SLAs, Single Points of Failure, and Azure Active Directory
A lot of people are drawn to Windows Virtual Desktop because Microsoft is “taking care of the infrastructure for us now.” Unlike RDS, where you are responsible for architecting, setting up, and monitoring the infrastructure roles (often combined with load balancing methods if you are running a high availability RDS deployment), in WVD, Microsoft is responsible for the infrastructure roles -brokering, web access, and gateway. You are responsible for the session hosts, how you manage user profiles (e.g. FSLogix with Azure Files, etc) and how you deploy your apps (MSIX App Attach, golden images, etc).
This creates a perception of increased reliability, but is that really the case? I would argue that it’s more a case of “out of sight, out of mind.” You breathe easier, because Microsoft has abstracted that infrastructure responsibility away from you. However, what you’re not thinking about can still bite you in the ass and bring down your environment.
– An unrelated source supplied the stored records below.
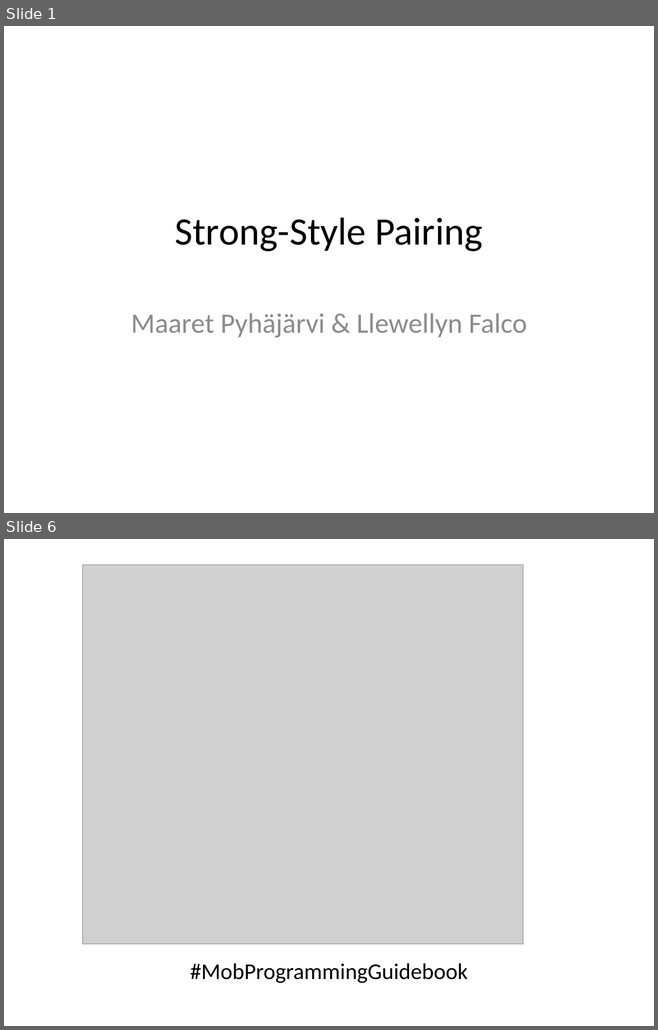
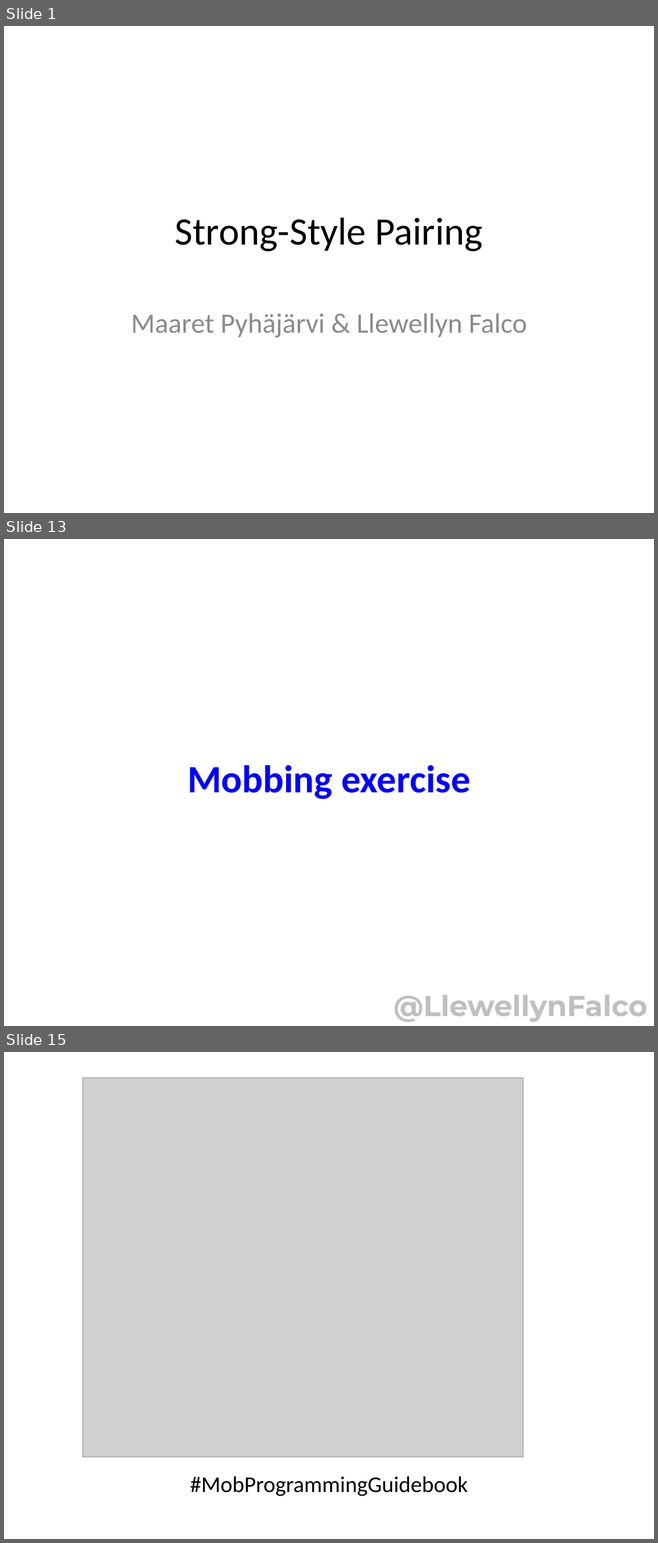
Before and after one commit to isidore/StrongStylePairingTalk, a slide deck: StrongStylePairing.pptx. Shown one above the other, each under a label of ours: slides 1 and 6 before the commit, slides 1, 13 and 15 after it; the slides between them are not shown. The pictures are 658x1030 and 658x1543 pixels, drawn with LibreOffice and Linux fonts; fonts in the diff are those of the drawing; grey boxes stand for pictures. Boxes give left, top, right and bottom in pixels: in the first picture for what was removed or moved away, otherwise in the second. Text is boxed around its words. In the diff, an @@ line names an element or a change of style, - is before the commit and + after.

```diff
--- a/StrongStylePairing.pptx
+++ b/StrongStylePairing.pptx
@@ slide 13 added at (4, 539, 654, 1026), background #FFFFFF @@
@@ title added at (187, 765, 470, 799), 43 pt, text #0000FF, bold @@
+Mobbing exercise
@@ text added at (393, 995, 647, 1022), 32 pt, text #BFBFBF, bold @@
+@LlewellynFalco
@@ what was slide 6 is now slide 15 @@
```
Also in this commit, not shown: 1 slide changed, 11 other slides added, 3 slides removed.

For instance, did you know that Microsoft does not offer a financially backed service level agreement (SLA) for Windows Virtual Desktop? Let that sink in, and I’ll repeat it. Microsoft currently does not offer a financially backed service level agreement for WVD.
Don’t believe me? Read it for yourself right here. They say they “strive for 99.9% availability to the Windows Virtual Desktop URLs” by which they mean the aforementioned PaaS infrastructure services like the Broker, Web Access, and Gateway roles. Of course, if despite all their striving, they don’t meet that 99.9% availability level, you have zero financial recourse and you are $h!+ out of luck.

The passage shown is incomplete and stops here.